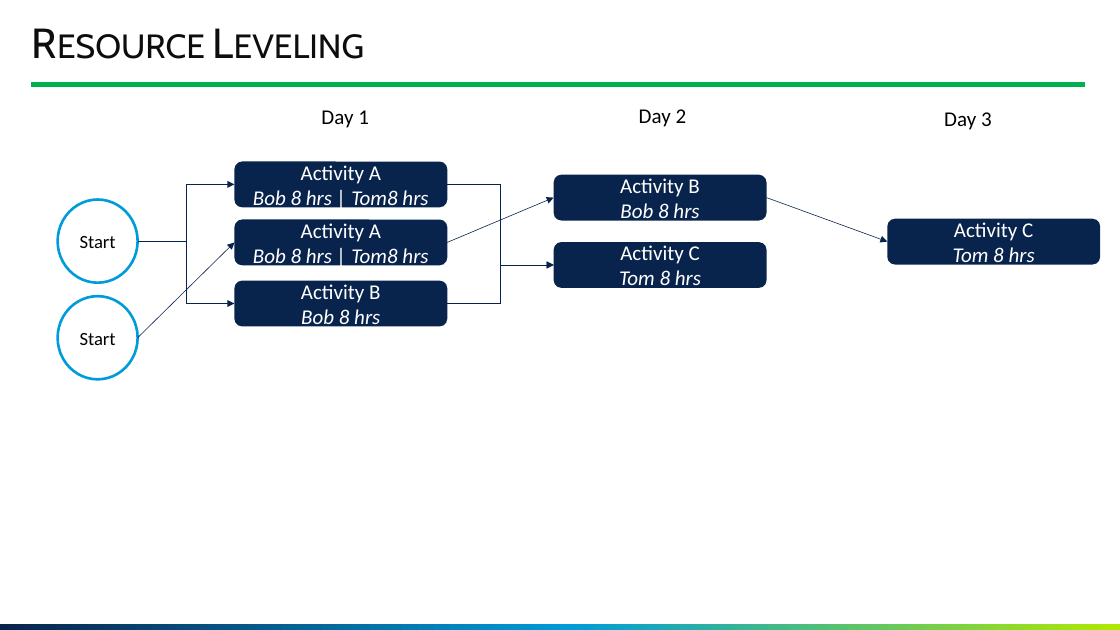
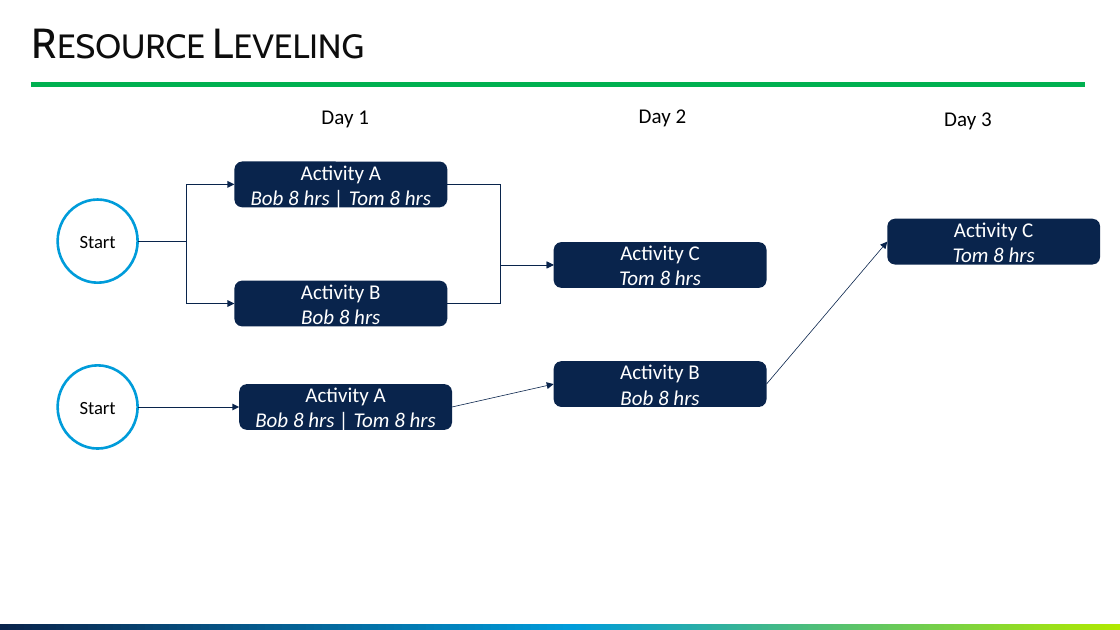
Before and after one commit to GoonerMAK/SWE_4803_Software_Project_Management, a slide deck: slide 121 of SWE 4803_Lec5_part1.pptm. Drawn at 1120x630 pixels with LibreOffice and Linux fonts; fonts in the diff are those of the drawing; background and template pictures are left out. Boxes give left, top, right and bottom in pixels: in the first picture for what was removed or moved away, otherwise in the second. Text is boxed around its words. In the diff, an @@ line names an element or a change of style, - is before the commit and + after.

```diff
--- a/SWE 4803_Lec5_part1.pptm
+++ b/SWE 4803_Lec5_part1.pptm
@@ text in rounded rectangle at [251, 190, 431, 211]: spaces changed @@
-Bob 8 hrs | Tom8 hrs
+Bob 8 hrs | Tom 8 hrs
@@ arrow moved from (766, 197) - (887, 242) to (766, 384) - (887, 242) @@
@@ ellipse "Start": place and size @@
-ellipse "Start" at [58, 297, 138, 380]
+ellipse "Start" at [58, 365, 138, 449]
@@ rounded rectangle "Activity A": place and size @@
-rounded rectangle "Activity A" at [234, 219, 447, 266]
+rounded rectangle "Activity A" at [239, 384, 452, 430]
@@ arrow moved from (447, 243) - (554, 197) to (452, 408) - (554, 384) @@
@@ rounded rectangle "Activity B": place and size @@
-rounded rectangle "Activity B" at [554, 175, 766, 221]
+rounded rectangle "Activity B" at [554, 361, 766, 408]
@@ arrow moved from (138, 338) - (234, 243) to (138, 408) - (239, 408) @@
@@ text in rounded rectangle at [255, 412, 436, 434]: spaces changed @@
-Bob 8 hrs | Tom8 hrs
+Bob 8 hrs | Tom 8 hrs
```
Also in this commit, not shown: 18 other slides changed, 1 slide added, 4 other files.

-------------------------

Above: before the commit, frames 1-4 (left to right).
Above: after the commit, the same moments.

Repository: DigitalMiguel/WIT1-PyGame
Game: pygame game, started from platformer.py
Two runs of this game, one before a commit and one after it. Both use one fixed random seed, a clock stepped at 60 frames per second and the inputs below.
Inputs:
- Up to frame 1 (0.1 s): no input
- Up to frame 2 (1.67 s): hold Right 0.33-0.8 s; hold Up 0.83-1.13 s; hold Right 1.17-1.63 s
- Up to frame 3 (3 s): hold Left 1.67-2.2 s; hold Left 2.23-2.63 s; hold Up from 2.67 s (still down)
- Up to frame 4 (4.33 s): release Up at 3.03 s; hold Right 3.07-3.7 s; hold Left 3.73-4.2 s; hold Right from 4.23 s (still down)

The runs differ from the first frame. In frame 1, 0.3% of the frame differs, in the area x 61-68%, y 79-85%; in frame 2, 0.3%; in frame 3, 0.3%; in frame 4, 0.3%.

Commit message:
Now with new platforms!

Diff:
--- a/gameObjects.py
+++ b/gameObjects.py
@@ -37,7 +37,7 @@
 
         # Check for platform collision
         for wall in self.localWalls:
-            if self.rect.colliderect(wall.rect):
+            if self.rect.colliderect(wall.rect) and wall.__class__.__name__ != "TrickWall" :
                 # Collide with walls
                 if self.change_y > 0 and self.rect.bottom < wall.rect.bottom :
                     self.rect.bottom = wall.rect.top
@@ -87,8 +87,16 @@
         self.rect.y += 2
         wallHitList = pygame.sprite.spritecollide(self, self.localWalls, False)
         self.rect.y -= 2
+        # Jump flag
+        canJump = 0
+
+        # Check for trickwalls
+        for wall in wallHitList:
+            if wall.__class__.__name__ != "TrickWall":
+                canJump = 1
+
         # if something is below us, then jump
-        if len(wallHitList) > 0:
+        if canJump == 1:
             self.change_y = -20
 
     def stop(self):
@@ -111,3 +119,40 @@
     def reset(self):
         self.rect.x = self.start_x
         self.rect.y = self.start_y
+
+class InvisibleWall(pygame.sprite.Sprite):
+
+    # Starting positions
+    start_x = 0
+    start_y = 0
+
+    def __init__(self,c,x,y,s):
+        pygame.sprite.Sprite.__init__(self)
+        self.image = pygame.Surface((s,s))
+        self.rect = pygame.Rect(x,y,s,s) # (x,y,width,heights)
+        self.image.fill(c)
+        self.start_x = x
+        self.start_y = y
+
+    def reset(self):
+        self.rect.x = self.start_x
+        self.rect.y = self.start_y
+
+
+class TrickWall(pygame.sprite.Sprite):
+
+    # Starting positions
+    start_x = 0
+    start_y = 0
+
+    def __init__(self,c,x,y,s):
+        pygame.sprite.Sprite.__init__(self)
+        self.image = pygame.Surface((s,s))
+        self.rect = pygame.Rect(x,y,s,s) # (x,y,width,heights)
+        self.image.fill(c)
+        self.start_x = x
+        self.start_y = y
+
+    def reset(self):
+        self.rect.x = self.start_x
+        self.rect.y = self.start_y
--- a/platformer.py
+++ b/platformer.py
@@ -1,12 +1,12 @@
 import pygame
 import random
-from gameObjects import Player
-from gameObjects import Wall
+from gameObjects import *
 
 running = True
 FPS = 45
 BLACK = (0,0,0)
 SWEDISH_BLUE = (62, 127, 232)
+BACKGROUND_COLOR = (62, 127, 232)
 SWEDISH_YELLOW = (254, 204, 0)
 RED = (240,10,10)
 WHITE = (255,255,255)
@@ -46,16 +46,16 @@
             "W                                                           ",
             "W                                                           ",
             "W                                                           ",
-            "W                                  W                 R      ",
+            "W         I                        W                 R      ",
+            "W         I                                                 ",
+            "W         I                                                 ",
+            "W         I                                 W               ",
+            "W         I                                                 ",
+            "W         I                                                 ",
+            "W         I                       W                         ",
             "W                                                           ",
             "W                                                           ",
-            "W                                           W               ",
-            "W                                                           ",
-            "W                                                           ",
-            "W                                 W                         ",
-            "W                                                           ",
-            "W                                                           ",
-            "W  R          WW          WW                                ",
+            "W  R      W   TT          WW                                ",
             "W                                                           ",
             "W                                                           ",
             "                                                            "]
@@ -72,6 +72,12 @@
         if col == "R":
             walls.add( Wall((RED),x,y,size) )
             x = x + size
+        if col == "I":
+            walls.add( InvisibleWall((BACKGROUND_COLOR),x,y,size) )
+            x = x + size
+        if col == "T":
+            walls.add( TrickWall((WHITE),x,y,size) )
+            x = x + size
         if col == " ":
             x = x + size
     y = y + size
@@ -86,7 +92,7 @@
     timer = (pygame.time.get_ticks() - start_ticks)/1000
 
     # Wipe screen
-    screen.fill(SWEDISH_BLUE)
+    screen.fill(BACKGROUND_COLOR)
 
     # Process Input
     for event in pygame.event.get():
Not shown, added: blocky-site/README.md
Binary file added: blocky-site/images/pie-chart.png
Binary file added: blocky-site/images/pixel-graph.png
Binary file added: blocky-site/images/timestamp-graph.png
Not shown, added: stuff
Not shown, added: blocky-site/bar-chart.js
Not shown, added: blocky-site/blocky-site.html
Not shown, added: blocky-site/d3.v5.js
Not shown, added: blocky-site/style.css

-------------------------

● INSTRUCTIONS TO FOLLOW
Look through the material above. Copy each line where the word "rounded" appears.

● RESPONSE BOX
@@ text in rounded rectangle at [251, 190, 431, 211]: spaces changed @@
@@ rounded rectangle "Activity A": place and size @@
-rounded rectangle "Activity A" at [234, 219, 447, 266]
+rounded rectangle "Activity A" at [239, 384, 452, 430]
@@ rounded rectangle "Activity B": place and size @@
-rounded rectangle "Activity B" at [554, 175, 766, 221]
+rounded rectangle "Activity B" at [554, 361, 766, 408]
@@ text in rounded rectangle at [255, 412, 436, 434]: spaces changed @@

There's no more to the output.